Vanilla Greeks
Here I present a derivation of all vanilla call Greeks, and show how to obtain the put Greeks from put-call parity. Recall the Black-Scholes call price (with dividend rate \(d\)):
$$
C = e^{-dT} S \Phi(a_+) - e^{-rT} K \Phi(a_-), \quad \text{where} \quad a_{\pm} = \frac{\log(S/K) + (r - d \pm \sigma^2 /2) T}{\sigma \sqrt{T}},
$$
and where \( \Phi(x) = (2\pi)^{-1/2} \int_{-\infty}^x e^{-u^2/2} du \) is the cumulative normal function.
The put price is similar:
$$
P = e^{-rT} K \Phi(-a_-) - e^{-dT}S \Phi(-a_+).
$$
Finally, recall the put-call parity: the prices of a call option \(C\), put option \(P\) and a forward contract\(F\), with the same expiry and strike, are related as follows:
$$
C - P = F, \quad \text{where} \quad F = e^{-dT} S - e^{-rT} K.
$$
Call Delta: \( \Delta_C \equiv \partial C / \partial S \). Simply differentiate, noting that \(a_{\pm}\) have \(S\) dependence.
\begin{align*}
\newcommand\pdv[2]{\frac{\partial#1}{\partial#2}}
\Delta_C &= \pdv{}{S}\left[ e^{-dT}S \Phi(a_+) - e^{-rT} K \Phi(a_-) \right] \\
&= e^{-dT} \Phi(a_+) + e^{-dT} S \Phi'(a_+) \pdv{a_+}{S} - e^{-rT} K \Phi'(a_-) \pdv{a_-}{S} \\
&= e^{-dT} \Phi(a_+) + \frac{e^{-dT} e^{-a_+^2 / 2}}{\sigma\sqrt{2\pi T}} - \frac{K}{S} \frac{e^{-rT} e^{-a_-^2 / 2}}{\sigma\sqrt{2\pi T}},
\end{align*}
where we used \(\Phi'(x) = \displaystyle\frac{e^{-x^2/2}}{\sqrt{2\pi}}\) and \(\displaystyle\pdv{a_{\pm}}{S} = \frac{1}{S\sigma\sqrt{T}}\).
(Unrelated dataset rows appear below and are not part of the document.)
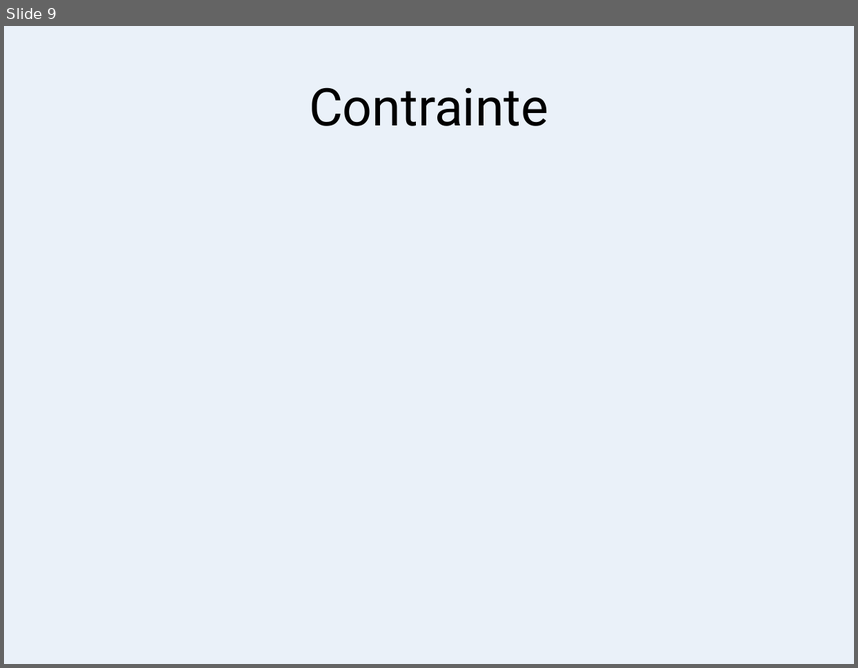
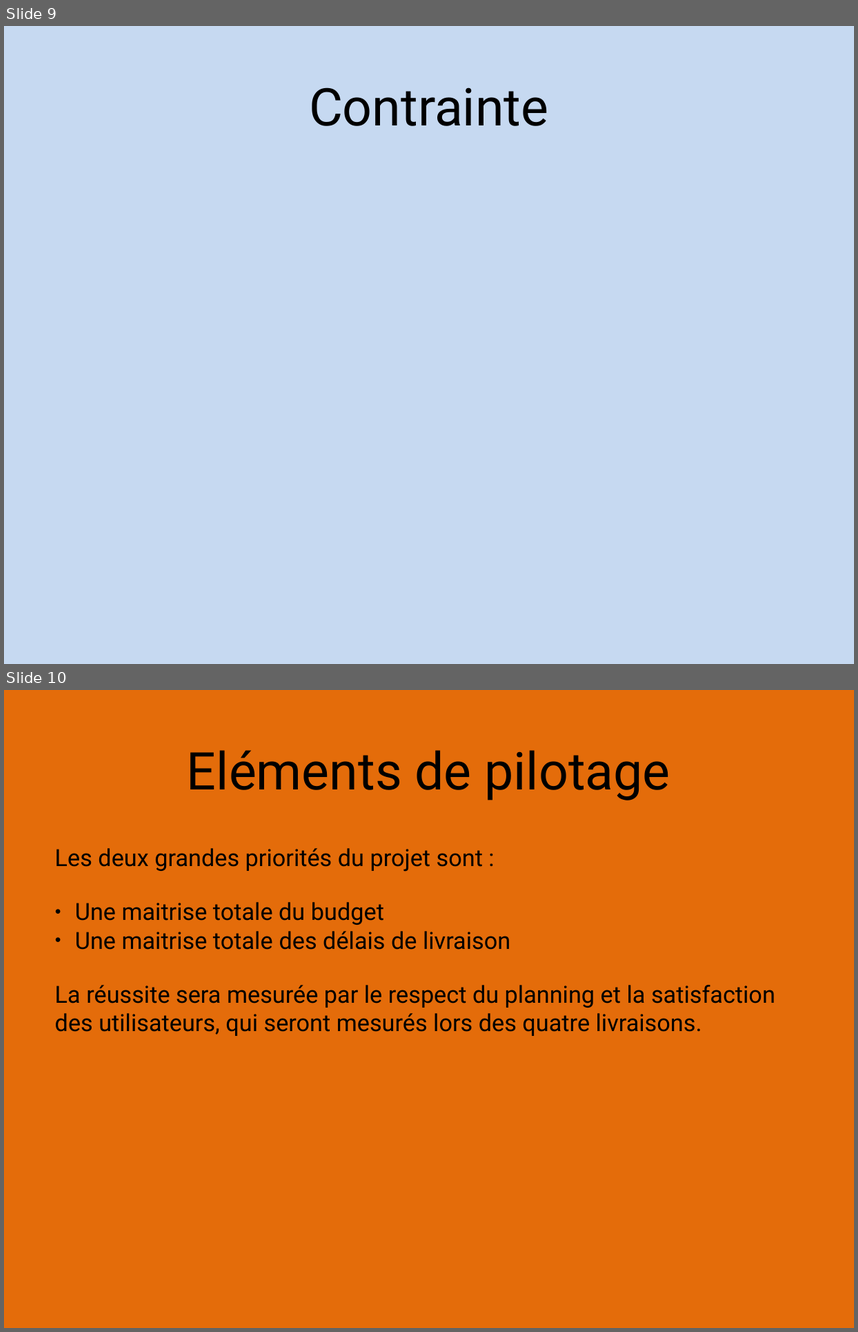
Before and after one commit to sylzys/cesi_komodo, a slide deck: AUTRES/DOC/Projet Plast’Prod.pptx. Shown one above the other, each under a label of ours: slide 9 before the commit, slides 9 and 10 after it. The pictures are 858x668 and 858x1332 pixels, drawn with LibreOffice and Linux fonts; fonts in the diff are those of the drawing. Boxes give left, top, right and bottom in pixels: in the first picture for what was removed or moved away, otherwise in the second. Text is boxed around its words. In the diff, an @@ line names an element or a change of style, - is before the commit and + after.

```diff
--- a/AUTRES/DOC/Projet Plast’Prod.pptx
+++ b/AUTRES/DOC/Projet Plast’Prod.pptx
@@ slide 10 added at [4, 690, 854, 1328], background #E46C0A @@
@@ text added at [187, 750, 670, 800], 44 pt, text #000000 @@
+Eléments de pilotage
@@ text added at [55, 848, 775, 1036], 20 pt, text #000000 @@
+Les deux grandes priorités du projet sont :
+● Une maitrise totale du budget
+● Une maitrise totale des délais de livraison
+La réussite sera mesurée par le respect du planning et la satisfaction des utilisateurs, qui seront mesurés lors des quatre livraisons.
@@ slide 9 changed as well @@
@@ background #C6D9F1 at 36% opacity to #C6D9F1 @@
```
Also in this commit, not shown: 19 other slides changed, 3 other slides added, 3 slides removed.

Put Delta: \(\Delta_P \equiv \partial P / \partial S\). Differentiating the put-call parity with respect to \(S\) yields:
$$
\pdv{C}{S} - \pdv{P}{S} = \pdv{F}{S} \quad \Rightarrow \quad \Delta_C - \Delta_P = e^{-dT} \quad \Leftrightarrow \quad \Delta_P = \Delta_C - e^{-dT}.
$$
Call Gamma: \( \Gamma_C \equiv \partial^2 C / \partial S^2 = \partial \Delta_C / \partial S \). Again, simply differentiate the Delta:
\begin{align*}
\Gamma_C &= \pdv{}{S} \left[e^{-dT} \Phi(a_+) + \frac{e^{-dT} e^{-a_+^2 / 2}}{\sigma\sqrt{2\pi T}} - \frac{K}{S} \frac{e^{-rT} e^{-a_-^2 / 2}}{\sigma\sqrt{2\pi T}}\right] \\
&= e^{-dT} \Phi'(a_+) \pdv{a_+}{S} + \frac{e^{-dT} e^{-a_+^2 / 2}}{\sigma\sqrt{2\pi T}} (-a_+) \pdv{a_+}{S} + \frac{K}{S^2} \frac{e^{-rT} e^{-a_-^2 / 2}}{\sigma\sqrt{2\pi T}} - \frac{K}{S} \frac{e^{-rT} e^{-a_-^2 / 2}}{\sigma\sqrt{2\pi T}} (-a_-) \pdv{a_-}{S} \\
&= \frac{1}{S\sigma\sqrt{2\pi T}} \left[ e^{-dT} e^{-a_+^2 / 2} - \frac{a_+ e^{-dT} e^{-a_+^2/2}}{\sigma\sqrt{T}} + \frac{K}{S} e^{-rT} e^{-a_-^2/2} + \frac{K}{S} \frac{a_- e^{-rT} e^{-a_-^2/2}}{\sigma\sqrt{T}} \right].
\end{align*}
Put Gamma: differentiating the put-call parity twice with respect to \(S\) yields \( \Gamma_P = \Gamma_C \).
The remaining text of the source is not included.